To honor fallen comrades, a journalist and a soldier return to Vietnam battlefields more than 30 years later.
Following publication of their bestselling account of 1965’s horrific clash between the U.S. Army and the NVA in Ia Drang Valley (We Were Soldiers Once…and Young: Ia Drang—The Battle That Changed the War in Vietnam, 1992), Moore, the battalion commander, and Galloway, the only journalist covering the battle, made a half-dozen trips to Vietnam looking “to walk the old battlefields and put some of our ghosts to rest.” Wisely eschewing talk of “closure” and seeking instead to better understand what had happened, they pointedly searched out anyone with firsthand knowledge, including old enemies. Notwithstanding multiple bureaucratic roadblocks, they sat down with the two senior commanders who had fought against them. They also met many Vietnamese veterans who had taken part in the battle, interviewed Senior General Vo Nguyen Giap, the military architect of Vietnam’s victories over France and America, walked the legendary Dienbienphu battleground (where the French suffered 2,242 killed and 6,463 wounded) and even spent a night on their own storied battlefield. Moore’s voice carries the narrative and his depiction of this evening, including the tiger roars, meteor showers and tears shed recalling events decades old, proves unforgettable. Despite some awkwardness (“You killed my best friend,” one Vietnamese colonel realizes after speaking with an American machine gunner), the authors are struck by the sympathy and understanding offered by their Vietnamese counterparts, by the common experience that separates soldiers, even those once enemies, from all civilians, and by how the countryside has already absorbed and obscured the scars and detritus of war.
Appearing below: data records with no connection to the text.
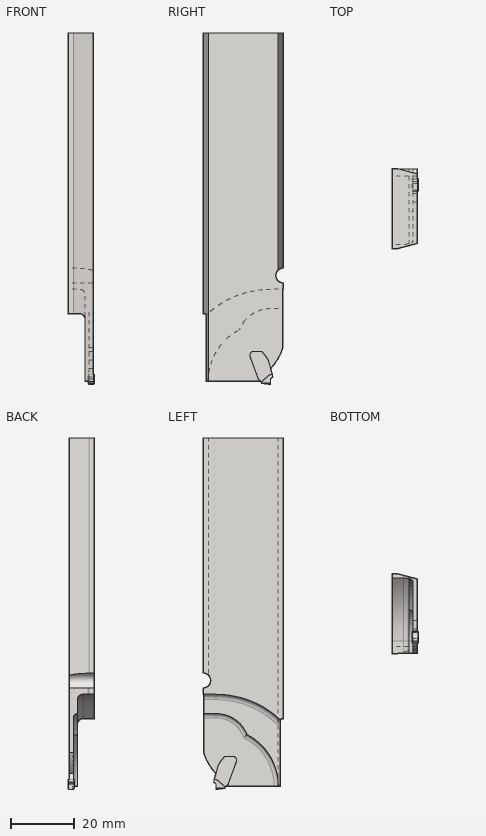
import cadquery as cq
import math

TOTAL_LENGTH = 110.0
SHANK_WIDTH = 25.1
SHANK_THICKNESS = 7.9
FLAT_EDGE = 1.6
BEVEL_INSET = 1.6
BLADE_END_Z = 1.0
HEAD_BACK_Y = 25.0

NOTCH_Z = 34.1
NOTCH_RADIUS = 2.3

RECESS_FLOOR_X = 5.3
RECESS_FILLET = 1.6
RECESS_RADIUS = 29.3
RECESS_TOP_Z = 29.8
RECESS_LEDGE_Z = 22.1
ARC_START_Y = 21.1

BLADE_FLOOR_X = 6.6
BLADE_FILLET = 1.3
INNER_RADIUS = 10.6
INNER_TOP_Z = 23.8
NOSE_RADIUS = 18.3
NOSE_CENTER_Y = 19.8

HEAD_OVERHANG = 0.3
HEAD_CHAMFER = 0.2
INSERT_TOP_Z = 10.3
HEAD_HEEL = (21.7, 3.2)
HEAD_STEP = (20.7, 3.0)
HEAD_TOE = (18.2, 0.8)

HEEL_TOP_Z = 11.9
HEEL_MIDDLE = (23.4, 8.0)
HEEL_END = (21.1, 5.0)

MARGIN = 3.3


def circle_height(center_y, center_z, radius, y):
    """Z of the upper half of a circle at a given Y."""
    return center_z + math.sqrt(radius**2 - (y - center_y) ** 2)


def slab(outline, x_start, x_end):
    """Extrude a YZ outline between two X positions."""
    return outline.extrude(x_end - x_start).translate((x_start, 0, 0))


def make_shank():
    blank = (
        cq.Workplane("XY", origin=(0, 0, BLADE_END_Z))
        .polyline([
            (0, 0),
            (FLAT_EDGE, 0),
            (SHANK_THICKNESS, BEVEL_INSET),
            (SHANK_THICKNESS, SHANK_WIDTH - BEVEL_INSET),
            (FLAT_EDGE, SHANK_WIDTH),
            (0, SHANK_WIDTH),
        ])
        .close()
        .extrude(TOTAL_LENGTH - BLADE_END_Z)
    )
    bevel_slope = BEVEL_INSET / (SHANK_THICKNESS - FLAT_EDGE)
    head_start_x = FLAT_EDGE + (SHANK_WIDTH - HEAD_BACK_Y) / bevel_slope
    square_back = cq.Workplane("XY", origin=(0, 0, BLADE_END_Z)).polyline([
        (head_start_x, SHANK_WIDTH / 2),
        (SHANK_THICKNESS, SHANK_WIDTH / 2),
        (SHANK_THICKNESS, HEAD_BACK_Y),
        (head_start_x, HEAD_BACK_Y),
    ]).close().extrude(NOTCH_Z - BLADE_END_Z)
    return blank.union(square_back)


def make_notch():
    circle = cq.Workplane("YZ").center(SHANK_WIDTH, NOTCH_Z).circle(NOTCH_RADIUS)
    return slab(circle, -MARGIN, SHANK_THICKNESS + MARGIN)


def make_outer_recess():
    center_z = RECESS_TOP_Z - RECESS_RADIUS
    ledge_rise = RECESS_LEDGE_Z - center_z
    arc_end_y = ARC_START_Y - math.sqrt(RECESS_RADIUS**2 - ledge_rise**2)
    middle_y = (ARC_START_Y + arc_end_y) / 2
    middle_z = circle_height(ARC_START_Y, center_z, RECESS_RADIUS, middle_y)
    outline = (
        cq.Workplane("YZ")
        .moveTo(SHANK_WIDTH + MARGIN, RECESS_TOP_Z)
        .lineTo(ARC_START_Y, RECESS_TOP_Z)
        .threePointArc((middle_y, middle_z), (arc_end_y, RECESS_LEDGE_Z))
        .lineTo(-MARGIN, RECESS_LEDGE_Z)
        .lineTo(-MARGIN, -MARGIN)
        .lineTo(SHANK_WIDTH + MARGIN, -MARGIN)
        .close()
    )
    return slab(outline, -MARGIN, RECESS_FLOOR_X).faces(">X").edges().fillet(RECESS_FILLET)


def make_inner_recess():
    """Two overlapping pockets: a rounded slot below the straight edge, and a disc behind the blade nose."""
    inner_center_z = INNER_TOP_Z - INNER_RADIUS
    diagonal = INNER_RADIUS * math.sqrt(0.5)
    slot_outline = (
        cq.Workplane("YZ")
        .moveTo(SHANK_WIDTH + MARGIN, INNER_TOP_Z)
        .lineTo(ARC_START_Y, INNER_TOP_Z)
        .threePointArc(
            (ARC_START_Y - diagonal, inner_center_z + diagonal),
            (ARC_START_Y - INNER_RADIUS, inner_center_z),
        )
        .lineTo(ARC_START_Y - INNER_RADIUS, -MARGIN)
        .lineTo(SHANK_WIDTH + MARGIN, -MARGIN)
        .close()
    )
    disc_outline = cq.Workplane("YZ").center(NOSE_CENTER_Y, BLADE_END_Z).circle(NOSE_RADIUS)
    slot, disc = [
        slab(outline, RECESS_FLOOR_X - MARGIN, BLADE_FLOOR_X).faces(">X").edges().fillet(BLADE_FILLET)
        for outline in (slot_outline, disc_outline)
    ]
    return slot.union(disc)


def make_heel_relief():
    """Cutter for the curved back corner of the blade, running up to the insert."""
    outline = (
        cq.Workplane("YZ")
        .moveTo(SHANK_WIDTH, HEEL_TOP_Z)
        .threePointArc(HEEL_MIDDLE, HEEL_END)
        .lineTo(HEAD_TOE[0], BLADE_END_Z)
        .lineTo(HEAD_TOE[0], -MARGIN)
        .lineTo(SHANK_WIDTH + MARGIN, -MARGIN)
        .lineTo(SHANK_WIDTH + MARGIN, HEEL_TOP_Z)
        .close()
    )
    return slab(outline, -MARGIN, SHANK_THICKNESS + MARGIN)


def make_insert():
    shank_outline = (
        cq.Workplane("YZ")
        .moveTo(18.4, INSERT_TOP_Z)
        .lineTo(15.6, INSERT_TOP_Z)
        .threePointArc((14.7, 9.7), (14.7, 8.6))
        .lineTo(17.3, 1.6)
        .lineTo(*HEAD_TOE)
        .lineTo(*HEAD_STEP)
        .lineTo(*HEAD_HEEL)
        .lineTo(*HEEL_END)
        .lineTo(20.4, 7.7)
        .lineTo(19.5, 9.0)
        .close()
    )
    insert_shank = slab(shank_outline, BLADE_FLOOR_X, SHANK_THICKNESS)

    head_x_min = BLADE_FLOOR_X - HEAD_OVERHANG
    head_x_max = SHANK_THICKNESS + HEAD_OVERHANG
    head_outline = cq.Workplane("YZ").polyline([
        HEAD_HEEL,
        HEAD_STEP,
        HEAD_TOE,
        (18.3, 0.3),
        (21.1, 0),
        (21.1, 1.8),
        (21.8, 2.3),
    ]).close()
    head = slab(head_outline, head_x_min, head_x_max)
    cutting_edge_form = cq.Workplane("XZ").polyline([
        (head_x_min + HEAD_CHAMFER, 0),
        (head_x_max - HEAD_CHAMFER, 0),
        (head_x_max, 2 * HEAD_CHAMFER),
        (head_x_max, INSERT_TOP_Z),
        (head_x_min, INSERT_TOP_Z),
        (head_x_min, 2 * HEAD_CHAMFER),
    ]).close().extrude(-SHANK_WIDTH)
    return insert_shank.union(head.intersect(cutting_edge_form))


insert = make_insert()
holder = (
    make_shank()
    .cut(make_notch())
    .cut(make_outer_recess())
    .cut(make_inner_recess())
    .cut(make_heel_relief())
    .cut(insert)
)

result = cq.Compound.makeCompound([holder.solids().val(), insert.solids().val()])

Chapters on leadership and a salute to another distinguished Ia Drang fighter, though of some interest, would have better been relegated to an appendix, a section that includes moving tributes to Moore’s beloved wife and to Rick Rescorla, another Ia Drang vet who later died on 9/11 leading thousands safely out of the Twin Towers.
A worthy and wise successor to one of the best books ever about combat in Vietnam.